I’m feeling more “heels” than “hippie” lately. I judge this feeling as being a negative one, yet it is the other side of me, the other side of my life, and so I should be equally embracing. Thing is, a girl’s got to make money. And commercial modeling is alive and well in Los Angeles, and I’d be fool to turn down paychecks when they come my way. Yet–I haven’t written in 34 days. I confess this to you now, unwillingly. I haven’t had a “chance” to. Which is bullshit. Every stray thirty minutes is a chance. To do something creative. To jot down a few ideas. Thing is, I’ve taken a gig with a spokesmodel agency. Hooray for actually making ends meet. Boo for all the time literally in heels, mourning my inner writer who wants to play in the dirt and write poetry. I know, I know. Poor me. I realize what a ridiculous complaint this is.

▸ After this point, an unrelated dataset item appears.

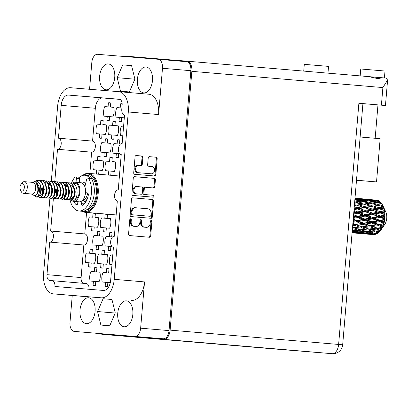 <?xml version="1.0" encoding="UTF-8"?>
<svg xmlns="http://www.w3.org/2000/svg" width="408" height="408" viewBox="0 0 408 408"><rect width="100%" height="100%" fill="white"/><g stroke="black" fill="none" stroke-linecap="round" stroke-linejoin="round"><path stroke-width="0.61" d="M119.442 175.772A20.16 11.735 -85.1 0 0 118.825 175.955M115.52 214.883A20.16 11.735 -85.1 0 0 116.132 215.179M126.378 300.859A13 7.568 -85.1 0 0 117.749 313.186A13 7.568 -85.1 0 0 124.19 326.767A13 7.568 -85.1 0 0 124.2 326.767A13 7.568 -85.1 0 0 132.829 314.44A13 7.568 -85.1 0 0 126.388 300.859A13 7.568 -85.1 0 0 126.378 300.859M88.628 297.764A13 7.568 -85.1 0 0 79.999 310.09A13 7.568 -85.1 0 0 86.44 323.671A13 7.568 -85.1 0 0 86.45 323.671A13 7.568 -85.1 0 0 95.079 311.35A13 7.568 -85.1 0 0 88.643 297.769A13 7.568 -85.1 0 0 88.628 297.764M108.263 63.908A13 7.568 -85.1 0 0 99.639 76.235A13 7.568 -85.1 0 0 106.075 89.816A13 7.568 -85.1 0 0 106.09 89.816A13 7.568 -85.1 0 0 114.719 77.495A13 7.568 -85.1 0 0 108.278 63.913A13 7.568 -85.1 0 0 108.263 63.908M146.013 67.004A13 7.568 -85.1 0 0 137.384 79.331A13 7.568 -85.1 0 0 143.825 92.912A13 7.568 -85.1 0 0 143.84 92.912A13 7.568 -85.1 0 0 152.47 80.585A13 7.568 -85.1 0 0 146.028 67.004A13 7.568 -85.1 0 0 146.013 67.004M138.858 165.413L138.067 165.352A3.652 2.968 94.7 0 0 138.057 165.347A3.652 2.968 94.7 0 0 134.803 168.739A3.652 2.968 94.7 0 0 137.455 172.625L150.557 173.737A3.652 2.968 94.7 0 0 150.562 173.742A3.652 2.968 94.7 0 0 150.572 173.742M151.363 173.803A3.652 2.968 94.7 0 0 151.368 173.808A3.652 2.968 94.7 0 0 154.627 170.416A3.652 2.968 94.7 0 0 151.975 166.53L148.629 166.245A1.367 1.112 94.7 0 1 147.64 164.791L148.216 157.927A1.367 1.112 94.7 0 1 149.43 156.657A1.367 1.112 94.7 0 0 149.43 156.657L156.177 157.233A1.367 1.112 94.7 0 1 157.172 158.686L155.82 174.731A1.367 1.112 94.7 0 1 154.606 175.996A1.367 1.112 94.7 0 0 154.606 175.996L134.701 174.308A1.367 1.112 94.7 0 1 133.712 172.854L135.058 156.805A1.367 1.112 94.7 0 1 136.277 155.54L141.862 156.014A1.367 1.112 94.7 0 1 142.851 157.468L142.275 164.337A1.367 1.112 94.7 0 1 141.061 165.602A1.367 1.112 94.7 0 0 141.061 165.602L138.873 165.419A3.652 2.968 94.7 0 0 138.863 165.413A3.652 2.968 94.7 0 0 135.609 168.805A3.652 2.968 94.7 0 0 138.261 172.691L151.368 173.808M154.015 196.284A0.954 0.775 94.7 0 0 153.321 195.269L144.916 194.555A1.367 1.112 94.7 0 1 143.927 193.101L144.31 188.547A1.367 1.112 94.7 0 1 145.523 187.277A1.367 1.112 94.7 0 0 145.523 187.277L153.597 187.966A1.367 1.112 94.7 0 0 153.602 187.966A1.367 1.112 94.7 0 0 154.816 186.701L155.397 179.831A1.367 1.112 94.7 0 0 154.403 178.378L134.502 176.684A1.367 1.112 94.7 0 0 134.497 176.684A1.367 1.112 94.7 0 0 133.283 177.954L131.937 193.999A1.367 1.112 94.7 0 0 132.926 195.452L153.158 197.171A0.954 0.775 94.7 0 0 154.015 196.284M152.408 197.11A0.954 0.775 94.7 0 0 152.51 195.203L153.321 195.269M106.932 120.426L107.263 116.428L103.989 116.158A9.037 5.258 94.9 0 1 104.795 106.6L108.069 106.871L108.406 102.872L110.741 103.071L110.405 107.059L113.679 107.329A9.037 5.258 94.9 0 1 112.878 116.887L109.604 116.622L109.267 120.62A9.037 5.258 94.9 0 1 108.079 120.748A9.037 5.258 94.9 0 1 108.069 120.748A9.037 5.258 94.9 0 1 106.932 120.426L109.252 120.625M108.406 102.872A9.037 5.258 94.9 0 1 109.594 102.739A9.037 5.258 94.9 0 1 109.599 102.739A9.037 5.258 94.9 0 1 110.741 103.061M99.368 137.94L101.689 138.139A9.037 5.258 94.9 0 1 100.516 138.266A9.037 5.258 94.9 0 1 100.511 138.261A9.037 5.258 94.9 0 1 99.368 137.94L99.705 133.941L96.431 133.676A9.037 5.258 94.9 0 1 97.232 124.114L100.506 124.384L100.842 120.386L103.178 120.584M100.842 120.386A9.037 5.258 94.9 0 1 102.031 120.253A9.037 5.258 94.9 0 1 102.041 120.253A9.037 5.258 94.9 0 1 103.183 120.574L102.847 124.578L106.121 124.843A9.037 5.258 94.9 0 1 105.315 134.405L102.041 134.135L101.704 138.134M96.569 174.063A9.037 5.258 94.9 0 1 96.344 173.961L98.665 174.16M96.344 173.961L96.681 169.963L93.407 169.692A9.037 5.258 94.9 0 1 94.207 160.135L97.481 160.405L97.818 156.407L100.154 156.606L99.822 160.594L103.097 160.864A9.037 5.258 94.9 0 1 102.291 170.422L99.017 170.156L98.68 174.155A9.037 5.258 94.9 0 1 98.425 174.221M97.818 156.407A9.037 5.258 94.9 0 1 99.006 156.274A9.037 5.258 94.9 0 1 99.017 156.274A9.037 5.258 94.9 0 1 100.154 156.596M111.466 138.934L111.802 134.936L108.528 134.666A9.037 5.258 94.9 0 1 109.329 125.108L112.603 125.373L112.939 121.375A9.037 5.258 94.9 0 1 114.128 121.247A9.037 5.258 94.9 0 1 115.28 121.569L114.944 125.567L118.218 125.837A9.037 5.258 94.9 0 1 117.417 135.395L114.143 135.124L113.806 139.123A9.037 5.258 94.9 0 1 112.618 139.256A9.037 5.258 94.9 0 1 112.608 139.256A9.037 5.258 94.9 0 1 111.466 138.934L113.786 139.128M112.939 121.375L115.28 121.574M108.793 175.103A9.037 5.258 94.9 0 1 108.441 174.956L110.762 175.149M108.441 174.956L108.778 170.957L105.504 170.687A9.037 5.258 94.9 0 1 106.304 161.129L109.579 161.395L109.915 157.396L112.256 157.595L111.919 161.588L115.194 161.854A9.037 5.258 94.9 0 1 114.393 171.416L111.119 171.146L110.782 175.144A9.037 5.258 94.9 0 1 110.395 175.236M109.915 157.396A9.037 5.258 94.9 0 1 111.103 157.269A9.037 5.258 94.9 0 1 111.114 157.269A9.037 5.258 94.9 0 1 112.256 157.59M103.902 156.448L106.223 156.647A9.037 5.258 94.9 0 1 105.055 156.769A9.037 5.258 94.9 0 1 105.045 156.769A9.037 5.258 94.9 0 1 103.902 156.448L104.239 152.449L100.965 152.179A9.037 5.258 94.9 0 1 101.771 142.621L105.045 142.892L105.381 138.893L107.717 139.092M105.381 138.893A9.037 5.258 94.9 0 1 106.57 138.761A9.037 5.258 94.9 0 1 106.575 138.761A9.037 5.258 94.9 0 1 107.717 139.082L107.381 143.081L110.655 143.351A9.037 5.258 94.9 0 1 109.854 152.908L106.58 152.643L106.243 156.641M124.307 117.825L121.701 117.611L121.37 121.609A9.037 5.258 94.9 0 1 120.176 121.742A9.037 5.258 94.9 0 1 120.171 121.742A9.037 5.258 94.9 0 1 119.029 121.421L121.349 121.615M119.029 121.421L119.366 117.422L116.091 117.152A9.037 5.258 94.9 0 1 116.892 107.595L120.166 107.86L120.503 103.862L122.16 104.004M120.503 103.862A9.037 5.258 94.9 0 1 121.691 103.734A9.037 5.258 94.9 0 1 121.701 103.734A9.037 5.258 94.9 0 1 122.15 103.805M119.753 153.719L118.677 153.632L118.34 157.631A9.037 5.258 94.9 0 1 117.152 157.763A9.037 5.258 94.9 0 1 117.147 157.763A9.037 5.258 94.9 0 1 116.005 157.437L118.325 157.636M116.005 157.437L116.341 153.439L113.067 153.173A9.037 5.258 94.9 0 1 113.868 143.611L117.142 143.881L117.478 139.883L119.814 140.082L119.483 144.075L120.355 144.146L119.483 144.075M117.478 139.883A9.037 5.258 94.9 0 1 118.667 139.75A9.037 5.258 94.9 0 1 118.677 139.75A9.037 5.258 94.9 0 1 119.819 140.077M108.207 250.262L110.532 250.456A9.037 5.258 94.9 0 1 109.359 250.583A9.037 5.258 94.9 0 1 109.349 250.583A9.037 5.258 94.9 0 1 108.207 250.262L108.543 246.264L105.269 245.993A9.037 5.258 94.9 0 1 106.075 236.436L109.349 236.701L109.686 232.703L112.022 232.902L111.685 236.895L112.562 236.966L111.685 236.895M109.686 232.703A9.037 5.258 94.9 0 1 110.874 232.575A9.037 5.258 94.9 0 1 110.879 232.575A9.037 5.258 94.9 0 1 112.022 232.897M110.288 282.673L107.86 282.474L107.523 286.472A9.037 5.258 94.9 0 1 106.335 286.605A9.037 5.258 94.9 0 1 106.325 286.605A9.037 5.258 94.9 0 1 105.182 286.283L107.503 286.477M105.182 286.283L105.519 282.285L102.245 282.015A9.037 5.258 94.9 0 1 103.051 272.457L106.325 272.723L106.656 268.724L108.997 268.923L108.661 272.916L111.267 273.13L108.661 272.916M106.656 268.724A9.037 5.258 94.9 0 1 107.85 268.597A9.037 5.258 94.9 0 1 107.855 268.597A9.037 5.258 94.9 0 1 108.997 268.918M96.109 249.268L96.446 245.269L93.172 245.004A9.037 5.258 94.9 0 1 93.973 235.441L97.247 235.712L97.583 231.713A9.037 5.258 94.9 0 1 98.772 231.581A9.037 5.258 94.9 0 1 98.782 231.581A9.037 5.258 94.9 0 1 99.924 231.907L99.588 235.906L102.862 236.171A9.037 5.258 94.9 0 1 102.061 245.733L98.787 245.463L98.45 249.461A9.037 5.258 94.9 0 1 97.262 249.594A9.037 5.258 94.9 0 1 97.252 249.589A9.037 5.258 94.9 0 1 96.109 249.268L98.43 249.466M97.583 231.713L99.924 231.912M103.673 231.754L105.993 231.953A9.037 5.258 94.9 0 1 104.82 232.076A9.037 5.258 94.9 0 1 104.815 232.076A9.037 5.258 94.9 0 1 103.673 231.754L104.009 227.756L100.735 227.491A9.037 5.258 94.9 0 1 101.536 217.928L104.81 218.198L105.147 214.2L107.483 214.399M105.147 214.2A9.037 5.258 94.9 0 1 105.891 214.062M100.648 267.775L100.985 263.777L97.711 263.507A9.037 5.258 94.9 0 1 98.512 253.949L101.786 254.22L102.122 250.221L104.458 250.42L104.127 254.408L107.401 254.679A9.037 5.258 94.9 0 1 106.595 264.236L103.321 263.971L102.984 267.969A9.037 5.258 94.9 0 1 101.796 268.097A9.037 5.258 94.9 0 1 101.791 268.097A9.037 5.258 94.9 0 1 100.648 267.775L102.969 267.974M102.122 250.221A9.037 5.258 94.9 0 1 103.311 250.089A9.037 5.258 94.9 0 1 103.321 250.089A9.037 5.258 94.9 0 1 104.458 250.41M91.571 230.765L91.907 226.766L88.633 226.496A9.037 5.258 94.9 0 1 89.439 216.939L92.713 217.204L93.049 213.206L95.385 213.404L95.049 217.398L98.323 217.668A9.037 5.258 94.9 0 1 97.522 227.225L94.248 226.955L93.911 230.954A9.037 5.258 94.9 0 1 92.723 231.086A9.037 5.258 94.9 0 1 92.713 231.086A9.037 5.258 94.9 0 1 91.571 230.765L93.896 230.959M93.049 213.206A9.037 5.258 94.9 0 1 94.238 213.078A9.037 5.258 94.9 0 1 94.243 213.078A9.037 5.258 94.9 0 1 95.385 213.399M88.546 266.786L88.883 262.783L85.609 262.517A9.037 5.258 94.9 0 1 86.414 252.955L89.689 253.225L90.02 249.227L92.361 249.426L92.024 253.419L95.299 253.684A9.037 5.258 94.9 0 1 94.498 263.247L91.224 262.976L90.887 266.975A9.037 5.258 94.9 0 1 89.699 267.107A9.037 5.258 94.9 0 1 89.689 267.107A9.037 5.258 94.9 0 1 88.546 266.786L90.867 266.98M90.02 249.227A9.037 5.258 94.9 0 1 91.213 249.094A9.037 5.258 94.9 0 1 91.219 249.099A9.037 5.258 94.9 0 1 92.361 249.421M93.085 285.289L93.422 281.291L90.148 281.025A9.037 5.258 94.9 0 1 90.948 271.463L94.222 271.733L94.559 267.735L96.9 267.934L96.563 271.922L99.838 272.192A9.037 5.258 94.9 0 1 99.032 281.75L95.763 281.484L95.426 285.483A9.037 5.258 94.9 0 1 94.238 285.61A9.037 5.258 94.9 0 1 94.228 285.61A9.037 5.258 94.9 0 1 93.085 285.289L95.406 285.488M94.559 267.735A9.037 5.258 94.9 0 1 95.747 267.602A9.037 5.258 94.9 0 1 95.758 267.602A9.037 5.258 94.9 0 1 96.9 267.923M89.847 173.492L91.632 152.184L57.502 149.282L54.723 182.422M66.851 185.655L65.015 185.502L66.851 185.655L66.341 186.395M57.502 149.282A5.559 3.238 -85.1 0 0 61.195 144.009A5.559 3.238 -85.1 0 0 58.441 138.2L92.565 141.102A5.559 3.238 -85.1 0 0 92.565 141.102L95.319 108.268L61.19 105.366L58.436 138.2A5.559 3.238 -85.1 0 0 58.436 138.2L92.57 141.102A5.559 3.238 -85.1 0 1 95.324 146.911A5.559 3.238 -85.1 0 1 91.632 152.184M86.578 212.42L84.772 233.922A5.559 3.238 94.9 0 1 84.777 233.922A5.559 3.238 94.9 0 1 87.531 239.731A5.559 3.238 94.9 0 1 83.839 245.004L81.105 277.562A5.559 3.238 -85.1 0 0 83.696 283.346M53.372 198.507L50.643 231.02L84.772 233.922M52.168 280.668L86.287 283.565A5.559 3.238 94.9 0 1 86.292 283.565A5.559 3.238 94.9 0 1 89.056 289.272M61.19 105.366A10.843 6.314 94.9 0 1 68.391 95.074L119.978 99.404M102.52 97.976A10.843 6.314 -85.1 0 0 95.319 108.268M106.789 214.139A9.037 5.258 94.9 0 1 107.488 214.389L107.151 218.387L110.425 218.657A9.037 5.258 94.9 0 1 109.619 228.215L106.345 227.95L106.014 231.948M122.793 135.833L120.625 135.66A9.037 5.258 94.9 0 1 121.431 126.097L123.599 126.276L121.431 126.097M111.976 264.68L109.808 264.501A9.037 5.258 94.9 0 1 110.609 254.939L112.776 255.117L110.609 254.939M111.96 246.544L110.884 246.452L110.548 250.451M68.391 95.074L119.371 99.251A5.559 3.238 94.9 0 1 122.13 105.06L121.783 109.217A5.559 3.238 -85.1 0 0 124.537 115.02L122.155 143.422A5.559 3.238 94.9 0 0 118.468 148.696A5.559 3.238 94.9 0 0 121.222 154.505L121.227 154.505A5.559 3.238 94.9 0 1 121.222 154.505L118.259 189.832A5.559 3.238 -85.1 0 0 114.566 195.106A5.559 3.238 -85.1 0 0 117.326 200.915L114.362 236.242A5.559 3.238 -85.1 0 0 110.67 241.516A5.559 3.238 -85.1 0 0 113.424 247.325L110.675 280.163A10.843 6.314 94.9 0 1 103.474 290.45L54.917 286.472A5.559 3.238 -85.1 0 0 52.163 280.663A5.559 3.238 -85.1 0 0 52.158 280.663L49.735 280.464A5.559 3.238 94.9 0 1 49.73 280.464A5.559 3.238 94.9 0 1 46.976 274.66L81.105 277.562M118.667 91.662L148.925 94.233A19.462 11.332 94.9 0 1 148.946 94.238A19.462 11.332 94.9 0 1 158.59 114.556L162.476 68.284A8.619 5.018 -85.1 0 0 158.202 59.288L186.578 61.695A8.619 5.018 94.9 0 1 186.589 61.7A8.619 5.018 94.9 0 1 190.857 70.696L169.034 330.597A8.619 5.018 94.9 0 1 163.312 338.778L156.861 338.247L157.82 338.329L157.774 338.88L163.659 339.364A9.731 5.666 -85.1 0 0 170.121 330.128L191.852 71.339A9.731 5.666 -85.1 0 0 187.032 61.175A9.731 5.666 -85.1 0 0 187.022 61.175L181.132 60.695L181.086 61.231M163.312 338.778L102.658 333.805A8.619 5.018 94.9 0 1 102.648 333.805A8.619 5.018 94.9 0 1 102.638 333.805L74.261 331.393A8.619 5.018 -85.1 0 0 74.271 331.393M157.814 338.38L102.658 333.805M74.261 331.393A8.619 5.018 -85.1 0 1 69.992 322.391L72.252 295.484M53.224 293.867A19.462 11.332 -85.1 0 0 53.239 293.867L83.543 296.443A19.462 11.332 94.9 0 1 83.523 296.443L53.224 293.867A19.462 11.332 -85.1 0 1 43.58 273.544L49.909 198.12M51.316 181.356L57.63 106.187A19.462 11.332 -85.1 0 1 70.553 87.72L118.626 91.657A19.462 11.332 -85.1 0 1 118.646 91.662L148.946 94.238M186.589 61.7L158.202 59.288A8.619 5.018 -85.1 0 0 158.197 59.282L97.538 54.31A8.619 5.018 -85.1 0 0 91.815 62.49L89.566 89.276M152.628 199.522L132.727 197.834A1.367 1.112 94.7 0 0 132.722 197.834A1.367 1.112 94.7 0 0 131.509 199.099L130.157 215.144A1.367 1.112 94.7 0 0 131.152 216.597L151.052 218.29A1.367 1.112 94.7 0 0 152.271 217.025L153.617 200.976A1.367 1.112 94.7 0 0 152.628 199.522L132.661 197.829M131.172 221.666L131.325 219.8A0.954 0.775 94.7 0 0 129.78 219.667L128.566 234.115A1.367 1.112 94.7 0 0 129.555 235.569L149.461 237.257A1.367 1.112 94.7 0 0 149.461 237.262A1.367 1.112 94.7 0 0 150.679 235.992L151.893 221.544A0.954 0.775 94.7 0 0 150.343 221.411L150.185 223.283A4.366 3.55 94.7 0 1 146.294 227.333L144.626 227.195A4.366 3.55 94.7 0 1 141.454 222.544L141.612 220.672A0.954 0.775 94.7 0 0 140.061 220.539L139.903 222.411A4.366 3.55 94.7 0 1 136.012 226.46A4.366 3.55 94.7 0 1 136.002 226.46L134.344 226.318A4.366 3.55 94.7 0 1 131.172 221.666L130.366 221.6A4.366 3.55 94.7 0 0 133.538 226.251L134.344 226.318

I had big plans to write these last 34 days. So many blog posts got started in my mind. I tossed around opening sentences to a “Year In Review” sorta thing. I scribbled words towards a “Reflection on being home in Nevada for the holidays.” I even considered writing my yearly Christmas Eve letter to my mom as a blog post. Something I’ve tried to do every year since she died (and often only got down a few sentences). But I never wrote these jaunty little ideas. They’re floating in the abyss with all the consumed eggnog, funny Reno moments, and gazes out steamy car windows at sparkly, snowy ground.
Until last night. I picked up my screenplay for the first time in two months. And I reveled once more in the glorious brevity of screenwriting. Its sexy, punchy dialogue.
It all came flooding back to me–what I’m doing here in this crazy town, what I really am. Which is a writer. Which is a job, but also, unequivocally, me.